Rodi Diane J, Mandava Suneeta, Makowski Lee
Combinatorial Biology Unit, Biosciences Division, Argonne National Laboratory, 9700 South Cass Avenue, Argonne, IL 60439, USA.
Bioinformatics. 2004 Dec 12;20(18):3481-9. doi: 10.1093/bioinformatics/bth432. Epub 2004 Jul 29.

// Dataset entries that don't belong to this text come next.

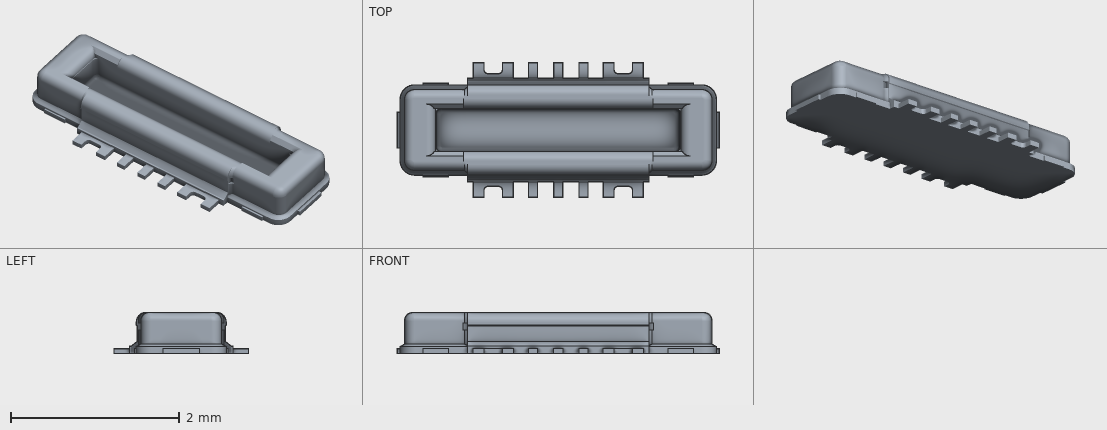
import cadquery as cq

LENGTH = 3.83
WIDTH = 1.6
HEIGHT = 0.49

BODY_HALF_LENGTH = 1.828
BODY_HALF_WIDTH = 0.48
BODY_CORNER_RADIUS = 0.118
BODY_TOP_RADIUS = 0.1
FLANGE_HALF_LENGTH = 1.882
FLANGE_HALF_WIDTH = 0.538
FLANGE_CORNER_RADIUS = 0.178
FLANGE_HEIGHT = 0.115
FLANGE_SLOPE_DROP = 0.033
FLANGE_SLOPE_RUN = FLANGE_HALF_WIDTH - BODY_HALF_WIDTH

PAD_HEIGHT = 0.06
END_PAD_WIDTH = 0.428
SIDE_PAD_LENGTH = 0.303
SIDE_PAD_X = 1.457
SIDE_PAD_HALF_SPAN = 0.558

SADDLE_HALF_LENGTH = 1.081
SADDLE_HALF_WIDTH = 0.535
SADDLE_TOP_RADIUS = 0.115
LIP_BOTTOM = 0.33
LIP_BEVEL = 0.01
SADDLE_WALL_HALF_WIDTH = SADDLE_HALF_WIDTH - LIP_BEVEL
SKIRT_HALF_WIDTH = 0.617
SKIRT_LEDGE = 0.02
SKIRT_SLOPE_TOP = 0.145
SKIRT_SLOPE_BOTTOM = 0.088

SHOULDER_HALF_LENGTH = 1.117
SHOULDER_HALF_WIDTH = 0.511
RECESS_HALF_LENGTH = 1.133
RECESS_FLOOR_HALF_WIDTH = 0.463
RECESS_BOTTOM = 0.278
RECESS_TOP = 0.367

CAVITY_HALF_LENGTH = 1.458
CAVITY_FLOOR_HALF_LENGTH = 1.439
CAVITY_HALF_WIDTH = 0.256
CAVITY_FLOOR = 0.09
CAVITY_CORNER_RADIUS = 0.06
CAVITY_FLOOR_RADIUS = 0.05
MOUTH_HALF_LENGTH = 1.566
MOUTH_HALF_WIDTH = 0.307
MOUTH_END_RADIUS = MOUTH_HALF_LENGTH - CAVITY_HALF_LENGTH
MOUTH_SIDE_DROP = MOUTH_HALF_WIDTH - CAVITY_HALF_WIDTH
INNER_LIP_HALF_LENGTH = 1.126
INNER_LIP_RADIUS = 0.11

PIN_COUNT = 3
PIN_PITCH = 0.3
PIN_WIDTH = 0.11
FORK_X = 0.773
FORK_WIDTH = 0.478
FORK_NOTCH_WIDTH = 0.217
FORK_NOTCH_DEPTH = 0.13
FORK_NOTCH_RADIUS = 0.048

SIDES = (-1, 1)


def block(half_length, half_width, bottom, top):
    """Box centred on the Z axis."""
    return (
        cq.Workplane("XY")
        .workplane(offset=bottom)
        .rect(2 * half_length, 2 * half_width)
        .extrude(top - bottom)
    )


def housing():
    flange = (
        block(FLANGE_HALF_LENGTH, FLANGE_HALF_WIDTH, 0, FLANGE_HEIGHT)
        .edges("|Z")
        .fillet(FLANGE_CORNER_RADIUS)
        .faces(">Z")
        .chamfer(FLANGE_SLOPE_DROP, FLANGE_SLOPE_RUN)
    )
    body = (
        block(BODY_HALF_LENGTH, BODY_HALF_WIDTH, 0, HEIGHT)
        .edges("|Z")
        .fillet(BODY_CORNER_RADIUS)
        .faces(">Z")
        .edges()
        .fillet(BODY_TOP_RADIUS)
    )
    return flange.union(body)


def pads():
    foot_pads = block(LENGTH / 2, END_PAD_WIDTH / 2, 0, PAD_HEIGHT)
    for side in SIDES:
        side_pad = block(SIDE_PAD_LENGTH / 2, SIDE_PAD_HALF_SPAN, 0, PAD_HEIGHT)
        foot_pads = foot_pads.union(side_pad.translate((side * SIDE_PAD_X, 0, 0)))
    return foot_pads


def round_top(profile, half_width, radius):
    """Finish a half profile from its outer wall, over the top arc, to the mid plane."""
    return (
        profile.lineTo(half_width, HEIGHT - radius)
        .radiusArc((half_width - radius, HEIGHT), -radius)
        .lineTo(0, HEIGHT)
        .close()
    )


def both_walls(half):
    """Add the mirror image across the XZ plane."""
    return half.union(half.mirror("XZ"))


def saddle():
    profile = (
        cq.Workplane("YZ")
        .lineTo(SKIRT_HALF_WIDTH, 0)
        .lineTo(SKIRT_HALF_WIDTH, SKIRT_SLOPE_BOTTOM)
        .lineTo(SKIRT_HALF_WIDTH - SKIRT_LEDGE, SKIRT_SLOPE_BOTTOM)
        .lineTo(SADDLE_WALL_HALF_WIDTH, SKIRT_SLOPE_TOP)
        .lineTo(SADDLE_WALL_HALF_WIDTH, LIP_BOTTOM)
        .lineTo(SADDLE_HALF_WIDTH, LIP_BOTTOM + LIP_BEVEL)
    )
    half = round_top(profile, SADDLE_HALF_WIDTH, SADDLE_TOP_RADIUS)
    return both_walls(half.extrude(SADDLE_HALF_LENGTH, both=True))


def shoulders():
    """Walls that flare from the housing section to a wider section at each saddle end."""
    flare_length = SHOULDER_HALF_LENGTH - SADDLE_HALF_LENGTH
    start = round_top(
        cq.Workplane("YZ", origin=(-SHOULDER_HALF_LENGTH, 0, 0)).lineTo(BODY_HALF_WIDTH, 0),
        BODY_HALF_WIDTH,
        BODY_TOP_RADIUS,
    )
    flare = round_top(
        start.workplane(offset=flare_length).lineTo(SHOULDER_HALF_WIDTH, 0),
        SHOULDER_HALF_WIDTH,
        BODY_TOP_RADIUS,
    ).loft(ruled=True)
    return both_walls(flare.union(flare.mirror("YZ")))


def recesses():
    """Pockets in both long walls; the saddle fills all but their ends."""
    outside = block(RECESS_HALF_LENGTH, SADDLE_HALF_WIDTH, RECESS_BOTTOM, RECESS_TOP)
    core = block(RECESS_HALF_LENGTH, RECESS_FLOOR_HALF_WIDTH, RECESS_BOTTOM, RECESS_TOP)
    return outside.cut(core)


def solder_tails():
    pin = block(PIN_WIDTH / 2, WIDTH / 2, 0, PAD_HEIGHT)
    fork = block(FORK_WIDTH / 2, WIDTH / 2, 0, PAD_HEIGHT)
    for side in SIDES:
        notch = (
            block(FORK_NOTCH_WIDTH / 2, FORK_NOTCH_DEPTH, 0, PAD_HEIGHT)
            .edges("|Z")
            .fillet(FORK_NOTCH_RADIUS)
        )
        fork = fork.cut(notch.translate((0, side * WIDTH / 2, 0)))

    tails = fork.translate((-FORK_X, 0, 0)).union(fork.translate((FORK_X, 0, 0)))
    for index in range(PIN_COUNT):
        pin_x = (index - (PIN_COUNT - 1) / 2) * PIN_PITCH
        tails = tails.union(pin.translate((pin_x, 0, 0)))
    return tails


def cavity():
    """Trough with slightly drafted end walls."""
    return (
        cq.Workplane("XZ")
        .moveTo(-CAVITY_FLOOR_HALF_LENGTH, CAVITY_FLOOR)
        .lineTo(CAVITY_FLOOR_HALF_LENGTH, CAVITY_FLOOR)
        .lineTo(CAVITY_HALF_LENGTH, HEIGHT)
        .lineTo(-CAVITY_HALF_LENGTH, HEIGHT)
        .close()
        .extrude(CAVITY_HALF_WIDTH, both=True)
        .edges("not(|X or |Y)")
        .fillet(CAVITY_CORNER_RADIUS)
        .faces("<Z")
        .edges()
        .fillet(CAVITY_FLOOR_RADIUS)
    )


def mouth():
    """Flared opening: rounded at both ends, sloped along the sides."""
    end_bottom = HEIGHT - MOUTH_END_RADIUS
    side_bottom = HEIGHT - MOUTH_SIDE_DROP
    rounded_ends = (
        cq.Workplane("XZ")
        .moveTo(-CAVITY_HALF_LENGTH, end_bottom)
        .lineTo(CAVITY_HALF_LENGTH, end_bottom)
        .radiusArc((MOUTH_HALF_LENGTH, HEIGHT), MOUTH_END_RADIUS)
        .lineTo(-MOUTH_HALF_LENGTH, HEIGHT)
        .radiusArc((-CAVITY_HALF_LENGTH, end_bottom), MOUTH_END_RADIUS)
        .close()
        .extrude(MOUTH_HALF_WIDTH, both=True)
    )
    sloped_sides = (
        cq.Workplane("YZ")
        .moveTo(-CAVITY_HALF_WIDTH, end_bottom)
        .lineTo(CAVITY_HALF_WIDTH, end_bottom)
        .lineTo(CAVITY_HALF_WIDTH, side_bottom)
        .lineTo(MOUTH_HALF_WIDTH, HEIGHT)
        .lineTo(-MOUTH_HALF_WIDTH, HEIGHT)
        .lineTo(-CAVITY_HALF_WIDTH, side_bottom)
        .close()
        .extrude(MOUTH_HALF_LENGTH, both=True)
    )
    middle = block(INNER_LIP_HALF_LENGTH, MOUTH_HALF_WIDTH, end_bottom, HEIGHT)
    return rounded_ends.intersect(sloped_sides).cut(middle)


def inner_lips():
    """Space above the rounded inner edges of the two saddle walls."""
    bottom = HEIGHT - INNER_LIP_RADIUS
    outer = CAVITY_HALF_WIDTH + INNER_LIP_RADIUS
    return (
        cq.Workplane("YZ")
        .moveTo(-CAVITY_HALF_WIDTH, bottom)
        .lineTo(CAVITY_HALF_WIDTH, bottom)
        .radiusArc((outer, HEIGHT), INNER_LIP_RADIUS)
        .lineTo(-outer, HEIGHT)
        .radiusArc((-CAVITY_HALF_WIDTH, bottom), INNER_LIP_RADIUS)
        .close()
        .extrude(INNER_LIP_HALF_LENGTH, both=True)
    )


moulding = housing().union(shoulders()).cut(recesses())
outer_shape = moulding.union(pads()).union(saddle()).union(solder_tails())
result = outer_shape.cut(cavity()).cut(mouth()).cut(inner_lips())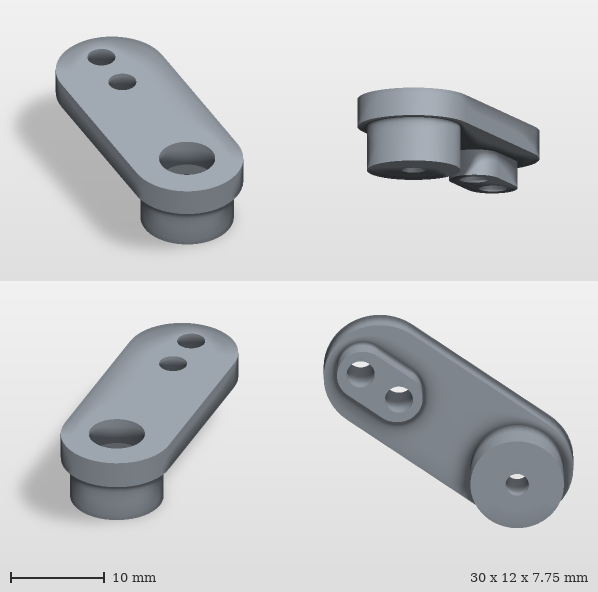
import cadquery as cq

plate_length = 30.0
plate_width = 12.0
plate_thickness = 3.0
end_offset = (plate_length - plate_width) / 2

boss_diameter = 10.0
boss_height = 4.75
bore_diameter = 2.5
counterbore_diameter = 6.0
counterbore_depth = plate_thickness

key_length = 10.0
key_width = 5.5
key_height = 2.75
pin_hole_diameter = 3.0
pin_hole_spacing = 5.0

plate = cq.Workplane("XY").slot2D(plate_length, plate_width).extrude(plate_thickness)

boss = cq.Workplane("XY").center(end_offset, 0).circle(boss_diameter / 2).extrude(-boss_height)

key = cq.Workplane("XY").center(-end_offset, 0).slot2D(key_length, key_width).extrude(-key_height)

body = plate.union(boss).union(key)

body = (
    body.faces(">Z")
    .workplane(origin=(end_offset, 0, plate_thickness))
    .cboreHole(bore_diameter, counterbore_diameter, counterbore_depth)
)

result = (
    body.faces(">Z")
    .workplane(origin=(-end_offset, 0, plate_thickness))
    .rarray(pin_hole_spacing, 0.3, 2, 1)
    .hole(pin_hole_diameter)
)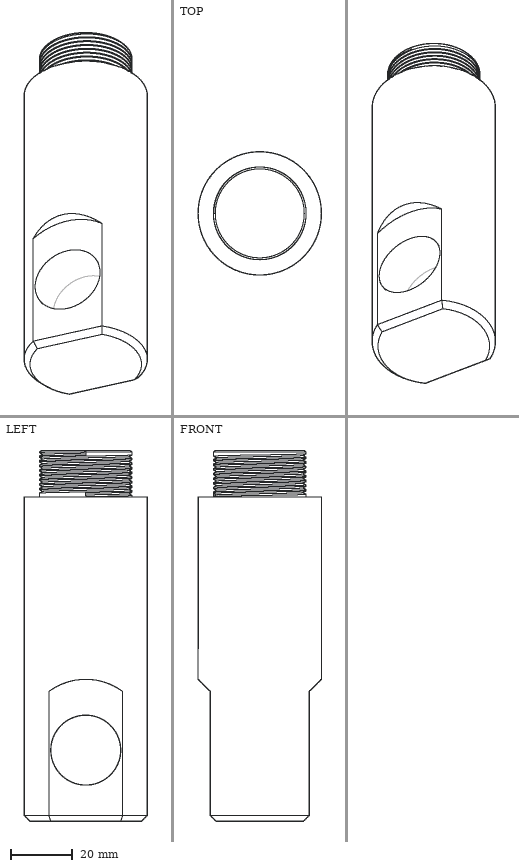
import cadquery as cq
import math

total_height = 120.0
body_diameter = 40.0
body_radius = body_diameter / 2

stud_height = 15.0
thread_diameter = 30.0
thread_pitch = 1.5
thread_depth = 1.0
thread_flank_angle = 60.0
stud_chamfer = 0.6
first_groove_height = 0.6
cutter_overlap = 0.1

flats_width = 32.0
flat_apex_height = 46.0
eye_diameter = 22.5
eye_height = 23.0
bottom_chamfer = 1.9

shoulder_height = total_height - stud_height
thread_radius = thread_diameter / 2


def make_body():
    """Cylinder with two opposite flats, round-topped, and a chamfered bottom edge."""
    body = cq.Workplane("XY").circle(body_radius).extrude(shoulder_height)
    half_flat = math.sqrt(body_radius**2 - (flats_width / 2) ** 2)
    arc_center_height = flat_apex_height - body_radius
    flat_corner_height = arc_center_height + flats_width / 2
    flat_depth = (body_diameter - flats_width) / 2
    flat_outline = (
        cq.Workplane("YZ", origin=(flats_width / 2, 0, 0))
        .moveTo(-half_flat, 0)
        .lineTo(-half_flat, flat_corner_height)
        .threePointArc((0, flat_apex_height), (half_flat, flat_corner_height))
        .lineTo(half_flat, 0)
        .close()
    )
    flat_cutter = flat_outline.extrude(flat_depth)
    for cutter in (flat_cutter, flat_cutter.mirror("YZ")):
        body = body.cut(cutter)
    return body.faces("<Z").chamfer(bottom_chamfer)


def make_eye():
    """Cross hole through both flats."""
    return (
        cq.Workplane("YZ")
        .center(0, eye_height)
        .circle(eye_diameter / 2)
        .extrude(body_radius, both=True)
    )


def make_thread_groove():
    """Right-hand V groove, starting at the -X side and ending near the stud chamfer."""
    groove_start = shoulder_height + first_groove_height
    half_mouth = (thread_depth + cutter_overlap) * math.tan(math.radians(thread_flank_angle / 2))
    root_radius = thread_radius - thread_depth
    mouth_radius = thread_radius + cutter_overlap
    path = cq.Wire.makeHelix(thread_pitch, stud_height - thread_pitch, root_radius)
    groove = (
        cq.Workplane("XZ")
        .moveTo(root_radius, 0)
        .lineTo(mouth_radius, half_mouth)
        .lineTo(mouth_radius, -half_mouth)
        .close()
        .sweep(cq.Workplane(path), isFrenet=True)
    )
    return groove.rotate((0, 0, 0), (0, 0, 1), 180).translate((0, 0, groove_start))


def make_stud():
    """Chamfered stud with a helical thread."""
    stud = (
        cq.Workplane("XY", origin=(0, 0, shoulder_height))
        .circle(thread_radius)
        .extrude(stud_height)
        .faces(">Z")
        .chamfer(stud_chamfer)
    )
    return stud.cut(make_thread_groove())


result = make_body().cut(make_eye()).union(make_stud())

Multiple alignments of proteins are an effective way of identifying conserved amino acids that provide clues to functional relationships among proteins. Quantitation of the abundances of amino acids found at each position in a sequence motif can provide a basis for understanding the structural and functional constraints at each point. Distribution of information across a motif has been used previously, but the non-intuitive nature of the analysis has limited its impact.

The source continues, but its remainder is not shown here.